I think that if push comes to shove, you and your wife will both be surprised how un-supportive her "support network is." While her friends might take her and the 3-year old in for a few days, life is longer than a few days.

But in order to find out, you would have to kick her ass out and see what happens, and from your posting, I don't think you're up for that.

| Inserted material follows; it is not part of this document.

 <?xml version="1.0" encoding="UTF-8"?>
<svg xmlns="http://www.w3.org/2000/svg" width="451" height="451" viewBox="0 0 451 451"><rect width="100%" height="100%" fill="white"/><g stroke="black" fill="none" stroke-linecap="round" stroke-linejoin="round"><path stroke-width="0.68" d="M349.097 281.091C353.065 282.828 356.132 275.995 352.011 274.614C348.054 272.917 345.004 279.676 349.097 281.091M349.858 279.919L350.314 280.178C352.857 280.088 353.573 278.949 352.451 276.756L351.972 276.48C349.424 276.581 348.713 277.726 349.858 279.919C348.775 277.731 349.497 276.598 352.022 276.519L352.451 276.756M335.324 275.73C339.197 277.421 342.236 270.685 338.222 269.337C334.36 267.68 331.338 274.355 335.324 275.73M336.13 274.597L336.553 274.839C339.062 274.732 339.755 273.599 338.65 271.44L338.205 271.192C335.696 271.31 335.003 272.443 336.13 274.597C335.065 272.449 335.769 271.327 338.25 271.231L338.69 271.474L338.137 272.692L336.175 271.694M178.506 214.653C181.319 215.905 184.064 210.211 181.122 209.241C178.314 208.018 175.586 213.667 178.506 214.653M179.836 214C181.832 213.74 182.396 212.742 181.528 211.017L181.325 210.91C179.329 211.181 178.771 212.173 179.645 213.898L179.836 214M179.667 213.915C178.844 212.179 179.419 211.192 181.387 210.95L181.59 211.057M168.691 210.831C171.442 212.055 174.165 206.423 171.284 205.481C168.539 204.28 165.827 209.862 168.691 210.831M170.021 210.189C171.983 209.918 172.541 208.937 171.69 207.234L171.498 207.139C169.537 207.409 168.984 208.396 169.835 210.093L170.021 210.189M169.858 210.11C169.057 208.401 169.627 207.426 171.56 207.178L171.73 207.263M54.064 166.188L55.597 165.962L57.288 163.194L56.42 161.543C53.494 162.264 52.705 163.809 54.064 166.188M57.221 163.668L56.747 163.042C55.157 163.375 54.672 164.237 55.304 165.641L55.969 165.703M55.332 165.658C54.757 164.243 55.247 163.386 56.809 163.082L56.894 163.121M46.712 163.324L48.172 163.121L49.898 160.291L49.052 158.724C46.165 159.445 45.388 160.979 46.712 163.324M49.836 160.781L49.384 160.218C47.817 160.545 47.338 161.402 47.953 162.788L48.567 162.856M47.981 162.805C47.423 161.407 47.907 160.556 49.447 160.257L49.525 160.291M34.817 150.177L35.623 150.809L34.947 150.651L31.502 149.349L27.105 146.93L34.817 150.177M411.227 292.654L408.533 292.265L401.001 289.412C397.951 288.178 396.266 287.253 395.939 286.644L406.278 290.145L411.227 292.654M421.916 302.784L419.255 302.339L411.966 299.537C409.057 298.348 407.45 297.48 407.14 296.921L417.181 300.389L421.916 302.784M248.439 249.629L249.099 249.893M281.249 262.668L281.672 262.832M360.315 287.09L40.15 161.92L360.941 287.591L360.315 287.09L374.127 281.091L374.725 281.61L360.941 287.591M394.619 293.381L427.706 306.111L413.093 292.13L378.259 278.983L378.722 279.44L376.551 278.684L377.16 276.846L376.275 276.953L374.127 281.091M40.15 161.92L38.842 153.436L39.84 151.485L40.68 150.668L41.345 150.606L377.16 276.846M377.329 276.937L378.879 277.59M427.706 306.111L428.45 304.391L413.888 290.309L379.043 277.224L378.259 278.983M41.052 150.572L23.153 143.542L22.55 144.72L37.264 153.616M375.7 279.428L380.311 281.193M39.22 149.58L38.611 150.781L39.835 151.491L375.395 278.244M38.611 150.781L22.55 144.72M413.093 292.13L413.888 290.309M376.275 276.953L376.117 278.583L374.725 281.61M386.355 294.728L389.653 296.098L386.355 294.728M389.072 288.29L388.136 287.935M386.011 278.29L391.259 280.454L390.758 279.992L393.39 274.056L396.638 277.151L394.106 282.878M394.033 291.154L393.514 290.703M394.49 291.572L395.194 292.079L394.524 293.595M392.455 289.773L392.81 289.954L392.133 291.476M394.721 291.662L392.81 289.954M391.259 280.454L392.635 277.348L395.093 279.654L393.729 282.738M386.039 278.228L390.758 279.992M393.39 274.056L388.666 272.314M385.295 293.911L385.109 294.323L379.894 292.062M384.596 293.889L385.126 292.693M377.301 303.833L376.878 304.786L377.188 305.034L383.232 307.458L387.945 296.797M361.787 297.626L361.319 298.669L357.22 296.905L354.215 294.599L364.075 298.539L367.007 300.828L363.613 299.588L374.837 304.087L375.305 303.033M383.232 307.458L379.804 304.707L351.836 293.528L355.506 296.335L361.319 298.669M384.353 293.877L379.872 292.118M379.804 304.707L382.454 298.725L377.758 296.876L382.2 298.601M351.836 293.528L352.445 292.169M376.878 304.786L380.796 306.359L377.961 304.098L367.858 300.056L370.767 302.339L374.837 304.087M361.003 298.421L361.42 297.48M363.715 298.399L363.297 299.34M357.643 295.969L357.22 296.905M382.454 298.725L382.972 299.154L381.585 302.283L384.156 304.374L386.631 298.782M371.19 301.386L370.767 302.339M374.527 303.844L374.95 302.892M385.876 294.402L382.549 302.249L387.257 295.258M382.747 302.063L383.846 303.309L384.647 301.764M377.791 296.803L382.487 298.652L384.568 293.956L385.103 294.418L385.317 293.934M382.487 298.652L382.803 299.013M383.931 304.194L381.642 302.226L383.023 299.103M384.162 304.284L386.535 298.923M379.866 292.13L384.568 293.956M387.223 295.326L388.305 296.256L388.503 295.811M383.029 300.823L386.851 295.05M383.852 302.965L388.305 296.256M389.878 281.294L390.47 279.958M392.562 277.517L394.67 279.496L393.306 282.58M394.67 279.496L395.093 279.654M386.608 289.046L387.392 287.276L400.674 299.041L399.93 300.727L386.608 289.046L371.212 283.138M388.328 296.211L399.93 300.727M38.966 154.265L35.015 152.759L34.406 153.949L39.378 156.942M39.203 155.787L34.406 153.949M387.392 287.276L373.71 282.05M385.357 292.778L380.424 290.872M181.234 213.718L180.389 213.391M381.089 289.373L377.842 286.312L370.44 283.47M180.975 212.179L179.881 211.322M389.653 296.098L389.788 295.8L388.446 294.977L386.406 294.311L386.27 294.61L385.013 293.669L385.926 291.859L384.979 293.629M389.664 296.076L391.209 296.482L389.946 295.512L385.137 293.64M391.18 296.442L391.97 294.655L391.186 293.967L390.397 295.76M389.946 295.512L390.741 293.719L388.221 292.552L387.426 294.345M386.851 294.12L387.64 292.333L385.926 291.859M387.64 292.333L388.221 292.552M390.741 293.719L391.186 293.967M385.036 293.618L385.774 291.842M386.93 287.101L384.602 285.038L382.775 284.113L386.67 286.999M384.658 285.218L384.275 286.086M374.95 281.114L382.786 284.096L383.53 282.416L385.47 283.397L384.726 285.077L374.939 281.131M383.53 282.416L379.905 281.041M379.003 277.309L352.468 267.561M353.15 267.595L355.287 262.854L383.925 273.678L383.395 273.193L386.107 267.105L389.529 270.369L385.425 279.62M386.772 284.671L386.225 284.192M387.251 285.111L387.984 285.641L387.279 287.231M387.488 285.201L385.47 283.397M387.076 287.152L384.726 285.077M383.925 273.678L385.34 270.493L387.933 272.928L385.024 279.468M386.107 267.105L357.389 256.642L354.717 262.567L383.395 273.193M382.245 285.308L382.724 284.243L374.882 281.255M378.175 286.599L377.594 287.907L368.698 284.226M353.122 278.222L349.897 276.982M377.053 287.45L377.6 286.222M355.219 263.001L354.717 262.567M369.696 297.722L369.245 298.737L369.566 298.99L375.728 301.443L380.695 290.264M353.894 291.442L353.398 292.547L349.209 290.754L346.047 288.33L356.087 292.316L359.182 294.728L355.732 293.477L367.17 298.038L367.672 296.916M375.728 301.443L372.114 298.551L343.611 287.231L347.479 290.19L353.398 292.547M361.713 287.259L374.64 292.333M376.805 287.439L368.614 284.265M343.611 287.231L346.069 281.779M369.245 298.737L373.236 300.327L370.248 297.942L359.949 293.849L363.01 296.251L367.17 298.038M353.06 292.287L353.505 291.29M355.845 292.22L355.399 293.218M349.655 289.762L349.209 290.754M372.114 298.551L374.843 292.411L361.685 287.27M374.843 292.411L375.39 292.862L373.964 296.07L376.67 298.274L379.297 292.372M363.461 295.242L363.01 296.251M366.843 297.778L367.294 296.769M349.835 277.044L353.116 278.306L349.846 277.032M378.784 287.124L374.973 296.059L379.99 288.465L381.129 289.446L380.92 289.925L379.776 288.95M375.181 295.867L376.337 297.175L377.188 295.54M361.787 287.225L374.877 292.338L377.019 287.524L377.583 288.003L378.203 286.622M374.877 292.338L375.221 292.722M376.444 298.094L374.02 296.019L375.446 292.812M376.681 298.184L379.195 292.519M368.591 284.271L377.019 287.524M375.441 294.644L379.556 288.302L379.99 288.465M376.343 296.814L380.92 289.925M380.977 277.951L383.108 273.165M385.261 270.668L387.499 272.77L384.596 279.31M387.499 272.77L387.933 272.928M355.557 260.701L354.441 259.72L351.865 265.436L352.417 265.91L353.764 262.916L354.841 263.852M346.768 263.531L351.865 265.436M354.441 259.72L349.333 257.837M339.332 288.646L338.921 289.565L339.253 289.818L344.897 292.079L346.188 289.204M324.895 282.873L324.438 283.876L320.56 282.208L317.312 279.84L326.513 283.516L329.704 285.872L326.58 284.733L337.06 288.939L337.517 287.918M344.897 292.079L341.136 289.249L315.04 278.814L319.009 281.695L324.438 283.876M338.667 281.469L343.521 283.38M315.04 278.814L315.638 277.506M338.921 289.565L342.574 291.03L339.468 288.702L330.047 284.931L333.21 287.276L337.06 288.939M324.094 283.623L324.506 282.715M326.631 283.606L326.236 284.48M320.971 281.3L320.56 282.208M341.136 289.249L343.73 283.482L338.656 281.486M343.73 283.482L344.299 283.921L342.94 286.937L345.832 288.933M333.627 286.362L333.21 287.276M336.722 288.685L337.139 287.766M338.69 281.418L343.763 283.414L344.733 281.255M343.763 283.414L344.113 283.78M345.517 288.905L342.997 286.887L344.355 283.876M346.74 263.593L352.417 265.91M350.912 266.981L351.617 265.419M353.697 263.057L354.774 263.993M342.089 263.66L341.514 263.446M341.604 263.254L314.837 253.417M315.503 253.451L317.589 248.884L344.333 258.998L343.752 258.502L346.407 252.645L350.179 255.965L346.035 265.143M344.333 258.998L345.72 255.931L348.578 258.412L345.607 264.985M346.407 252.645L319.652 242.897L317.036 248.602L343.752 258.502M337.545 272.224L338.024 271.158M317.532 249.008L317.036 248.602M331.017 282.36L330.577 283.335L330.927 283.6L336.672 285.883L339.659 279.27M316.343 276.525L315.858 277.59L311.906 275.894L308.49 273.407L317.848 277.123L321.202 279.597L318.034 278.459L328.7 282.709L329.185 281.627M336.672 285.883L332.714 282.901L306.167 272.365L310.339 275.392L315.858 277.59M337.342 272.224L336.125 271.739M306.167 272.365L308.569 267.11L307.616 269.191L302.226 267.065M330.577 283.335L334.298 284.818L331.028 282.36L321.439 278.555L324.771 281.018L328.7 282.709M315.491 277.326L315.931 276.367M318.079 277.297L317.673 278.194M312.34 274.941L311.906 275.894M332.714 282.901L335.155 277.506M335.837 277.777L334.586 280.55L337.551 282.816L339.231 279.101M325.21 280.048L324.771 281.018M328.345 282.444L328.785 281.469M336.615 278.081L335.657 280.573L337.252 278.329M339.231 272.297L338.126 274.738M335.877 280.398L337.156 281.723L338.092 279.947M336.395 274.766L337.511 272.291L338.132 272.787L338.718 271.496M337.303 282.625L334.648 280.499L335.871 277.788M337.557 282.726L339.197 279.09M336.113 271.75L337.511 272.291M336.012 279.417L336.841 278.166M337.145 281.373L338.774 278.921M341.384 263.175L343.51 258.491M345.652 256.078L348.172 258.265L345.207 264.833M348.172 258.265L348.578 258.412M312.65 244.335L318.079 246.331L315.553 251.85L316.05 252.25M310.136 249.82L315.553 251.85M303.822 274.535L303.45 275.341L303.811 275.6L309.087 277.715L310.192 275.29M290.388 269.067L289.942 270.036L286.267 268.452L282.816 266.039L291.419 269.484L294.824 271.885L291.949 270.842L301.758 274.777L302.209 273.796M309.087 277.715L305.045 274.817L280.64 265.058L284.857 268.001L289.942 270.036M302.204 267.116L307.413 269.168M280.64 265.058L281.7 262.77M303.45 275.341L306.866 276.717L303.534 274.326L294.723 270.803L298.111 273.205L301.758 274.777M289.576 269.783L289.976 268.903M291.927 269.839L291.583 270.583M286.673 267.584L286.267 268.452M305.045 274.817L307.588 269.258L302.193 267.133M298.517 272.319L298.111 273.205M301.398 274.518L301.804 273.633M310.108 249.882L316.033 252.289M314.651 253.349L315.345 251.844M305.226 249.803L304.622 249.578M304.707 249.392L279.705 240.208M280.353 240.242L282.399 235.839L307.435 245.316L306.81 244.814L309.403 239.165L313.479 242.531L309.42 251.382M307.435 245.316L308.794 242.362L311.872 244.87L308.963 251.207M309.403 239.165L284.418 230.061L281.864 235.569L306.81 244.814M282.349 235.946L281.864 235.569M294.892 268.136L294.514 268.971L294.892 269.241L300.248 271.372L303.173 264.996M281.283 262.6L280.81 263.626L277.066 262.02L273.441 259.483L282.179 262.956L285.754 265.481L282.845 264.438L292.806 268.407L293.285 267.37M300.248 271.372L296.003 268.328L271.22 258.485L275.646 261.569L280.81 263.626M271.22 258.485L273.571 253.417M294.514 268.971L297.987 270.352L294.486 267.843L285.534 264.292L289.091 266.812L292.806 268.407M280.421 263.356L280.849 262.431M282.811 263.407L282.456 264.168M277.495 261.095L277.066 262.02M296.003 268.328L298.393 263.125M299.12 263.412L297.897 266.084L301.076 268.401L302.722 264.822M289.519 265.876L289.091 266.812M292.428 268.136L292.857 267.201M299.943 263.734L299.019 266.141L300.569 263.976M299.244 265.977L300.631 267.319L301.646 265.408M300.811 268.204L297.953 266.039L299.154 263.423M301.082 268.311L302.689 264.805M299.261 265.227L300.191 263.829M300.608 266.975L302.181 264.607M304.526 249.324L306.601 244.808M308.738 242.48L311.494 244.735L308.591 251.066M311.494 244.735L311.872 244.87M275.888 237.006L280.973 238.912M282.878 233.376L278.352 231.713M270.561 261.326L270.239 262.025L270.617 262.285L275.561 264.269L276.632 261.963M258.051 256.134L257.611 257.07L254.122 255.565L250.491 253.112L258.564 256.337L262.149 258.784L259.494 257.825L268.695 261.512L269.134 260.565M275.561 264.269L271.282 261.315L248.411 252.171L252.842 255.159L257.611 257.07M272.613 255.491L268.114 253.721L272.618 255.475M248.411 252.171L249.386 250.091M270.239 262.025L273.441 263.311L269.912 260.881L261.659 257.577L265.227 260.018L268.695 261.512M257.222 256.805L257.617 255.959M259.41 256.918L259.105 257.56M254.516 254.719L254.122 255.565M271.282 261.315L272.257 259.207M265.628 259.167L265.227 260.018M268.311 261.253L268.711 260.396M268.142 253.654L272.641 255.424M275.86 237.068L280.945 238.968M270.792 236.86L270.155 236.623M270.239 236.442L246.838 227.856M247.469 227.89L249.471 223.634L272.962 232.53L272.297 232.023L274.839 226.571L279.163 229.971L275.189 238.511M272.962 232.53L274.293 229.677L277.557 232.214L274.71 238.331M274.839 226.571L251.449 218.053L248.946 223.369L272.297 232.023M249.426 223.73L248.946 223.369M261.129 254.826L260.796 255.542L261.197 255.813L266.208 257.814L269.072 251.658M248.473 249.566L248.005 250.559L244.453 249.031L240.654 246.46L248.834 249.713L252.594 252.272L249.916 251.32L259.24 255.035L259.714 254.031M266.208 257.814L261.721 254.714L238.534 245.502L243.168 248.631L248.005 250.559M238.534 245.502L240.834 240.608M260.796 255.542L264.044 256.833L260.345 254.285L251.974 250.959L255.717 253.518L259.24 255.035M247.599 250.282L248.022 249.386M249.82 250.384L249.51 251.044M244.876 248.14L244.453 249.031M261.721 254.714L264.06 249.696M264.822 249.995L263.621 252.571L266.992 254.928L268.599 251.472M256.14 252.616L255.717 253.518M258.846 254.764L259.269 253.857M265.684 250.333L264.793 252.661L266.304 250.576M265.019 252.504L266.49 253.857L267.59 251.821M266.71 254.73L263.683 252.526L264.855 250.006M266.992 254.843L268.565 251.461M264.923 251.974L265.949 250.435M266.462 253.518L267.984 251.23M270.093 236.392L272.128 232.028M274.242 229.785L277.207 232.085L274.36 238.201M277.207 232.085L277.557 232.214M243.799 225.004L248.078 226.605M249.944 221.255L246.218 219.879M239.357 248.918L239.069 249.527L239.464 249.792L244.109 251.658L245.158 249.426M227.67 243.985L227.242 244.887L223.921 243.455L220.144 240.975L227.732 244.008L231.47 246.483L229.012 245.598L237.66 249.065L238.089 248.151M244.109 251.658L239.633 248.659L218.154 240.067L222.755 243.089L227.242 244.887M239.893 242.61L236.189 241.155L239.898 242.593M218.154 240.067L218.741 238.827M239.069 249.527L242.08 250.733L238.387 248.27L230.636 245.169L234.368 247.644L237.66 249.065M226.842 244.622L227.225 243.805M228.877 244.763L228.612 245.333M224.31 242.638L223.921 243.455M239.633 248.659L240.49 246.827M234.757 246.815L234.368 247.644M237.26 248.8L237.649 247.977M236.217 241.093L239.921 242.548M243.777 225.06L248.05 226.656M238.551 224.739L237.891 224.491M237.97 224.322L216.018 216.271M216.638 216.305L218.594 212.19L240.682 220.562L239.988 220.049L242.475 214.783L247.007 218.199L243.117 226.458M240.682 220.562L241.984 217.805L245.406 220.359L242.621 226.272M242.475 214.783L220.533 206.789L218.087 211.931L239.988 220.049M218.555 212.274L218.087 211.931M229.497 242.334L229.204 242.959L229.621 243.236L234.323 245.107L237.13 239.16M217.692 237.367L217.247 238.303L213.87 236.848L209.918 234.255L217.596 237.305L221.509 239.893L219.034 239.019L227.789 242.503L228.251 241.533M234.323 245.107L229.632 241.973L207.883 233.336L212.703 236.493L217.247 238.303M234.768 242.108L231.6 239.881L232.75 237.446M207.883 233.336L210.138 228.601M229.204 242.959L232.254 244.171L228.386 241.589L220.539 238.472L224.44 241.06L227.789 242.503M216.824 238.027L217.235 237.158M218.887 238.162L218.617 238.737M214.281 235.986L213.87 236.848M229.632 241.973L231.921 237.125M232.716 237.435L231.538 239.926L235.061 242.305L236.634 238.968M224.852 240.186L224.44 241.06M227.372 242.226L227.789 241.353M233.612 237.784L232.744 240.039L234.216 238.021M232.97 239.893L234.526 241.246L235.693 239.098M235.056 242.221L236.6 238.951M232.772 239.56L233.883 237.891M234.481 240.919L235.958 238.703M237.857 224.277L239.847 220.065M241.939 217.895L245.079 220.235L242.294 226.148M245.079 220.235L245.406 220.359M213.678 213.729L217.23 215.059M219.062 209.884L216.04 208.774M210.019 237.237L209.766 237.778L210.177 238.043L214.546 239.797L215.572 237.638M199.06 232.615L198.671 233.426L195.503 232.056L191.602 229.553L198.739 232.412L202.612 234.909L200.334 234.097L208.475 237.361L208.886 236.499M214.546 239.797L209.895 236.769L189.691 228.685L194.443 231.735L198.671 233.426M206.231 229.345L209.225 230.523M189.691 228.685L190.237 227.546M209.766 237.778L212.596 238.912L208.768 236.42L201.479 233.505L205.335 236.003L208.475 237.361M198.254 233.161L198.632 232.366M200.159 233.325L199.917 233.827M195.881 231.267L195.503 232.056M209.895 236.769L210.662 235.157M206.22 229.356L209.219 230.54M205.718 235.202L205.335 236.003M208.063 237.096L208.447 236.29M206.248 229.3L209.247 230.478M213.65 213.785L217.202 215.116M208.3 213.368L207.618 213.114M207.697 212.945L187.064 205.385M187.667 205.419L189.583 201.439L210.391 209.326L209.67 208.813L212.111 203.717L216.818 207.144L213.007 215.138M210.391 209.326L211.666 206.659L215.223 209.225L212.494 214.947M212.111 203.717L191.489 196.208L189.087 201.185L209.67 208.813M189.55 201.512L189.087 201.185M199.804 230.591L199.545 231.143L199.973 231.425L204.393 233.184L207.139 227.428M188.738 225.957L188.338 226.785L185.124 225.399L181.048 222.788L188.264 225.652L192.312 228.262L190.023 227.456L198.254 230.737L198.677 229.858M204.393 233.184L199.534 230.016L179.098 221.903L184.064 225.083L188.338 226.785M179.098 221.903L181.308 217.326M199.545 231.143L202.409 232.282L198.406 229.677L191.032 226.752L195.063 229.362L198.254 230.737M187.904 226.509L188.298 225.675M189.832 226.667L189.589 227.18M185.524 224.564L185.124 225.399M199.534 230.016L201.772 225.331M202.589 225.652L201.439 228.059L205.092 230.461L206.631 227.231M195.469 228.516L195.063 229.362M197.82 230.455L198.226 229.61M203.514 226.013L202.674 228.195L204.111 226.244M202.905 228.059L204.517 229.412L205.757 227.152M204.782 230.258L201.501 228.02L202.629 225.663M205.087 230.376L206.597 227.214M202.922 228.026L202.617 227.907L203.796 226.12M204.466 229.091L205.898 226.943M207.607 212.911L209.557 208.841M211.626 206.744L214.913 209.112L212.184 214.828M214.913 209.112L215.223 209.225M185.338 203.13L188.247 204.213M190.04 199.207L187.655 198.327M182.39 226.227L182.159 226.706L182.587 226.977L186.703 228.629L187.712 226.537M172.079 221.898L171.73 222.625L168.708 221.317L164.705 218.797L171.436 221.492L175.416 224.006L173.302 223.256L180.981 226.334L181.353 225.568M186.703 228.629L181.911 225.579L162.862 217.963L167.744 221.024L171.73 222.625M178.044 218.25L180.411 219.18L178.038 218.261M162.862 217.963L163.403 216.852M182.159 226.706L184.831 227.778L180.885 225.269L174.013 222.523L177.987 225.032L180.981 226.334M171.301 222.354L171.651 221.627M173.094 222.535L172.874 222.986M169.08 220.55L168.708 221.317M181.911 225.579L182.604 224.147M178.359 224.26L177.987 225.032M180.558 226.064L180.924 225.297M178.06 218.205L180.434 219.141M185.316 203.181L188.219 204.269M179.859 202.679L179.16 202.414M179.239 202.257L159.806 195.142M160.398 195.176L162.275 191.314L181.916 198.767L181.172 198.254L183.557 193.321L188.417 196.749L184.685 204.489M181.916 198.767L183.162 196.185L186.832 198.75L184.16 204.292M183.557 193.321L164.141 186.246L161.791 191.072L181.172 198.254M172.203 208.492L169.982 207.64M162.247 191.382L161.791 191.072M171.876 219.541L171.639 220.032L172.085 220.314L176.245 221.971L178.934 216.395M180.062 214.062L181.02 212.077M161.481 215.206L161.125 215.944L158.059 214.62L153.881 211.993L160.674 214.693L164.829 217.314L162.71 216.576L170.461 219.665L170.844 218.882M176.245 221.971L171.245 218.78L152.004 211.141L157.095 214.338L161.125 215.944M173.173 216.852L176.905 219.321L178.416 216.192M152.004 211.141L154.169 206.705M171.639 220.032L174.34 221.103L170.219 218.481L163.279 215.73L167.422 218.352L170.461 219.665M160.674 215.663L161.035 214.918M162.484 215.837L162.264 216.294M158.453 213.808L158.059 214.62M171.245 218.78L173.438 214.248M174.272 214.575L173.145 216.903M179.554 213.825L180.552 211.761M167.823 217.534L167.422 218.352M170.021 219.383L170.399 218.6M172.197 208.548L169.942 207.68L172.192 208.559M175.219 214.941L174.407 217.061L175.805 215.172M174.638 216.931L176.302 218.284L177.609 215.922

So try this. Do the 180. When your wife notices, if she notices, the changes and starts an argument with you, stick with the 180 and encourage her to move out and go see if the grass is greener. If she leaves, you have your proof that she really doesn't love you. If she leaves and comes back, or backs down on the spot, you'll know that she is an evil, manipulative, unfaithful spouse, and that you made a bad choice of life partners. But she'll still be around, and that seems really important to you.

Good luck to you.


----------



## morituri (Apr 1, 2011)

Your wife's network of enabling 'friends' is not something unique with most cheaters, so stop using that as an excuse to not implement successfully *http://talkaboutmarriage.com/coping-infidelity/24796-just-let-them-go.html#post306559* and *The 180 degree rules*

Fear is your enemy. Fear enables your wife to continue believing she can continue with her affairs without any consequences. Fear can be conquered if YOU want it. Fear is so unbecoming for the hammer of the Gods.


----------



## PBear (Nov 16, 2010)

Regardless of your wishes, your past marriage is over and dead. You can try to rebuild a new one with your wife if you're both willing to try, but you can't do that if she won't commit to it. In my opinion, your only option is to start defining your boundaries and enforce them. Right now, there's no consequences to her actions, so why exactly should she stop what she's doing? All that's happening is she's losing respect for you more and more with each day you roll over and don't stand up for yourself.

C
_Posted via Mobile Device_


----------



## movin on (Jan 24, 2012)

it is unreal how friends can influence someones behavior,i had the same problem and until she gets theese people out of her life you will not be happy


----------



## TBT (Dec 20, 2011)

You told her if he was worth it you would step aside.You should have stepped aside with divorce papers in your hand,but you enabled her and basically told her you were willing to be her second choice to whatever her flavor of the day is.Truth is,with multiple guys in the picture,you're even farther down the totem pole than second.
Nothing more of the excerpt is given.